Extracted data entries
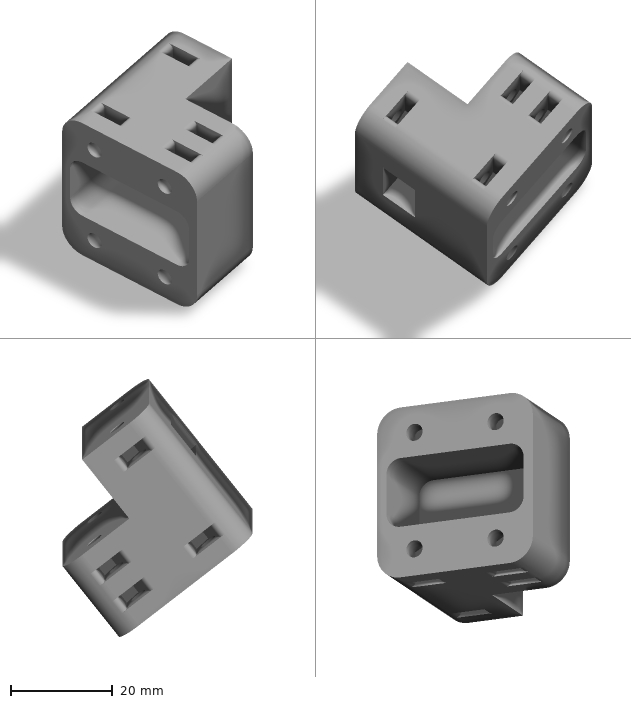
import cadquery as cq
import math

WIDTH = 33.5
DEPTH = 33.0
HEIGHT = 35.0
CORNER_RADIUS = 5.0
LEG_WIDTH = WIDTH / 2
FRONT_DEPTH = 18.0
WALL = 2.0

POCKET_WIDTH = WIDTH - 2 * WALL
POCKET_HEIGHT = 14.15
POCKET_RADIUS = 3.0
POCKET_DEPTH = FRONT_DEPTH - WALL

WINDOW_DEPTH = 8.0
WINDOW_HEIGHT = 12.08

HOLE_DIAMETER = 3.5
HOLE_INSET_X = 8.0
HOLE_INSET_Z = 5.5

NUT_FLATS = 5.7
SLOT_THICKNESS = 3.0
SLOT_INSET_Y = 4.0
MOUTH_RADIUS = 1.0

LEFT_HOLE_X = HOLE_INSET_X
RIGHT_HOLE_X = WIDTH - HOLE_INSET_X


def rear_slot_y(end_y):
    """Near side of the slot that lies one inset in front of the end face at end_y."""
    return end_y - SLOT_INSET_Y - SLOT_THICKNESS


def make_body():
    block = (
        cq.Workplane("XY")
        .box(WIDTH, DEPTH, HEIGHT, centered=False)
        .edges("|Y")
        .fillet(CORNER_RADIUS)
    )
    notch = (
        cq.Workplane("XY")
        .box(WIDTH - LEG_WIDTH, DEPTH - FRONT_DEPTH, HEIGHT, centered=False)
        .translate((LEG_WIDTH, FRONT_DEPTH, 0))
    )
    return block.cut(notch)


def make_pocket():
    return (
        cq.Workplane("XY")
        .box(POCKET_WIDTH, POCKET_DEPTH, POCKET_HEIGHT, centered=(True, False, True))
        .edges("|Y")
        .fillet(POCKET_RADIUS)
        .translate((WIDTH / 2, 0, HEIGHT / 2))
    )


def make_window():
    return (
        cq.Workplane("XY")
        .box(LEG_WIDTH, WINDOW_DEPTH, WINDOW_HEIGHT, centered=(False, False, True))
        .translate((0, FRONT_DEPTH, HEIGHT / 2))
    )


def make_screw_hole(x):
    """Upper screw hole, running through the whole depth."""
    return (
        cq.Workplane("XZ", origin=(x, 0, HEIGHT - HOLE_INSET_Z))
        .circle(HOLE_DIAMETER / 2)
        .extrude(-DEPTH)
    )


def make_nut_slot(x, y, outward):
    """Slot open to the top, with a hexagonal nut seat around the upper screw hole.

    outward is the X direction, -1 or 1, from the screw line to the nearer side face.
    The inner mouth rounding runs into the flat top. The outer one runs into the rounded
    long edge of the body, so its arc touches that larger arc from the inside.
    """
    half_nut = NUT_FLATS / 2
    axis_z = HEIGHT - HOLE_INSET_Z
    point_z = axis_z - NUT_FLATS / math.sqrt(3)
    shoulder_z = axis_z - half_nut / math.sqrt(3)
    arc_center = half_nut + MOUTH_RADIUS

    corner_center = HOLE_INSET_X - CORNER_RADIUS
    corner_center_z = HEIGHT - CORNER_RADIUS
    outer_tilt = math.asin((arc_center - corner_center) / (CORNER_RADIUS - MOUTH_RADIUS))
    outer_center_z = corner_center_z + (CORNER_RADIUS - MOUTH_RADIUS) * math.cos(outer_tilt)
    inner_center_z = HEIGHT - MOUTH_RADIUS

    def mouth_point(side, center_z, tilt):
        """Point on a mouth arc; tilt leans from straight up away from the slot."""
        across = arc_center + MOUTH_RADIUS * math.sin(tilt)
        return (side * across, center_z + MOUTH_RADIUS * math.cos(tilt))

    wall_tilt = -math.pi / 2
    outer_end = mouth_point(outward, outer_center_z, outer_tilt)
    outer_middle = mouth_point(outward, outer_center_z, (wall_tilt + outer_tilt) / 2)
    inner_end = mouth_point(-outward, inner_center_z, 0)
    inner_middle = mouth_point(-outward, inner_center_z, wall_tilt / 2)

    return (
        cq.Workplane("XZ", origin=(x, y, 0))
        .moveTo(0, point_z)
        .lineTo(outward * half_nut, shoulder_z)
        .lineTo(outward * half_nut, outer_center_z)
        .threePointArc(outer_middle, outer_end)
        .lineTo(outer_end[0], HEIGHT)
        .lineTo(*inner_end)
        .threePointArc(inner_middle, (-outward * half_nut, inner_center_z))
        .lineTo(-outward * half_nut, shoulder_z)
        .close()
        .extrude(-SLOT_THICKNESS)
    )


result = make_body().cut(make_pocket()).cut(make_window())

for hole_x, outward, end_y in ((LEFT_HOLE_X, -1, DEPTH), (RIGHT_HOLE_X, 1, FRONT_DEPTH)):
    fastener = make_screw_hole(hole_x)
    for slot_y in (SLOT_INSET_Y, rear_slot_y(end_y)):
        fastener = fastener.union(make_nut_slot(hole_x, slot_y, outward))
    result = result.cut(fastener).cut(fastener.mirror("XY", (0, 0, HEIGHT / 2)))

### Aim of the exercise
Repeat, exactly and in full, all records above, but include no pictures.

### Response box
import cadquery as cq
import math

WIDTH = 33.5
DEPTH = 33.0
HEIGHT = 35.0
CORNER_RADIUS = 5.0
LEG_WIDTH = WIDTH / 2
FRONT_DEPTH = 18.0
WALL = 2.0

POCKET_WIDTH = WIDTH - 2 * WALL
POCKET_HEIGHT = 14.15
POCKET_RADIUS = 3.0
POCKET_DEPTH = FRONT_DEPTH - WALL

WINDOW_DEPTH = 8.0
WINDOW_HEIGHT = 12.08

HOLE_DIAMETER = 3.5
HOLE_INSET_X = 8.0
HOLE_INSET_Z = 5.5

NUT_FLATS = 5.7
SLOT_THICKNESS = 3.0
SLOT_INSET_Y = 4.0
MOUTH_RADIUS = 1.0

LEFT_HOLE_X = HOLE_INSET_X
RIGHT_HOLE_X = WIDTH - HOLE_INSET_X


def rear_slot_y(end_y):
    """Near side of the slot that lies one inset in front of the end face at end_y."""
    return end_y - SLOT_INSET_Y - SLOT_THICKNESS


def make_body():
    block = (
        cq.Workplane("XY")
        .box(WIDTH, DEPTH, HEIGHT, centered=False)
        .edges("|Y")
        .fillet(CORNER_RADIUS)
    )
    notch = (
        cq.Workplane("XY")
        .box(WIDTH - LEG_WIDTH, DEPTH - FRONT_DEPTH, HEIGHT, centered=False)
        .translate((LEG_WIDTH, FRONT_DEPTH, 0))
    )
    return block.cut(notch)


def make_pocket():
    return (
        cq.Workplane("XY")
        .box(POCKET_WIDTH, POCKET_DEPTH, POCKET_HEIGHT, centered=(True, False, True))
        .edges("|Y")
        .fillet(POCKET_RADIUS)
        .translate((WIDTH / 2, 0, HEIGHT / 2))
    )


def make_window():
    return (
        cq.Workplane("XY")
        .box(LEG_WIDTH, WINDOW_DEPTH, WINDOW_HEIGHT, centered=(False, False, True))
        .translate((0, FRONT_DEPTH, HEIGHT / 2))
    )


def make_screw_hole(x):
    """Upper screw hole, running through the whole depth."""
    return (
        cq.Workplane("XZ", origin=(x, 0, HEIGHT - HOLE_INSET_Z))
        .circle(HOLE_DIAMETER / 2)
        .extrude(-DEPTH)
    )


def make_nut_slot(x, y, outward):
    """Slot open to the top, with a hexagonal nut seat around the upper screw hole.

    outward is the X direction, -1 or 1, from the screw line to the nearer side face.
    The inner mouth rounding runs into the flat top. The outer one runs into the rounded
    long edge of the body, so its arc touches that larger arc from the inside.
    """
    half_nut = NUT_FLATS / 2
    axis_z = HEIGHT - HOLE_INSET_Z
    point_z = axis_z - NUT_FLATS / math.sqrt(3)
    shoulder_z = axis_z - half_nut / math.sqrt(3)
    arc_center = half_nut + MOUTH_RADIUS

    corner_center = HOLE_INSET_X - CORNER_RADIUS
    corner_center_z = HEIGHT - CORNER_RADIUS
    outer_tilt = math.asin((arc_center - corner_center) / (CORNER_RADIUS - MOUTH_RADIUS))
    outer_center_z = corner_center_z + (CORNER_RADIUS - MOUTH_RADIUS) * math.cos(outer_tilt)
    inner_center_z = HEIGHT - MOUTH_RADIUS

    def mouth_point(side, center_z, tilt):
        """Point on a mouth arc; tilt leans from straight up away from the slot."""
        across = arc_center + MOUTH_RADIUS * math.sin(tilt)
        return (side * across, center_z + MOUTH_RADIUS * math.cos(tilt))

    wall_tilt = -math.pi / 2
    outer_end = mouth_point(outward, outer_center_z, outer_tilt)
    outer_middle = mouth_point(outward, outer_center_z, (wall_tilt + outer_tilt) / 2)
    inner_end = mouth_point(-outward, inner_center_z, 0)
    inner_middle = mouth_point(-outward, inner_center_z, wall_tilt / 2)

    return (
        cq.Workplane("XZ", origin=(x, y, 0))
        .moveTo(0, point_z)
        .lineTo(outward * half_nut, shoulder_z)
        .lineTo(outward * half_nut, outer_center_z)
        .threePointArc(outer_middle, outer_end)
        .lineTo(outer_end[0], HEIGHT)
        .lineTo(*inner_end)
        .threePointArc(inner_middle, (-outward * half_nut, inner_center_z))
        .lineTo(-outward * half_nut, shoulder_z)
        .close()
        .extrude(-SLOT_THICKNESS)
    )


result = make_body().cut(make_pocket()).cut(make_window())

for hole_x, outward, end_y in ((LEFT_HOLE_X, -1, DEPTH), (RIGHT_HOLE_X, 1, FRONT_DEPTH)):
    fastener = make_screw_hole(hole_x)
    for slot_y in (SLOT_INSET_Y, rear_slot_y(end_y)):
        fastener = fastener.union(make_nut_slot(hole_x, slot_y, outward))
    result = result.cut(fastener).cut(fastener.mirror("XY", (0, 0, HEIGHT / 2)))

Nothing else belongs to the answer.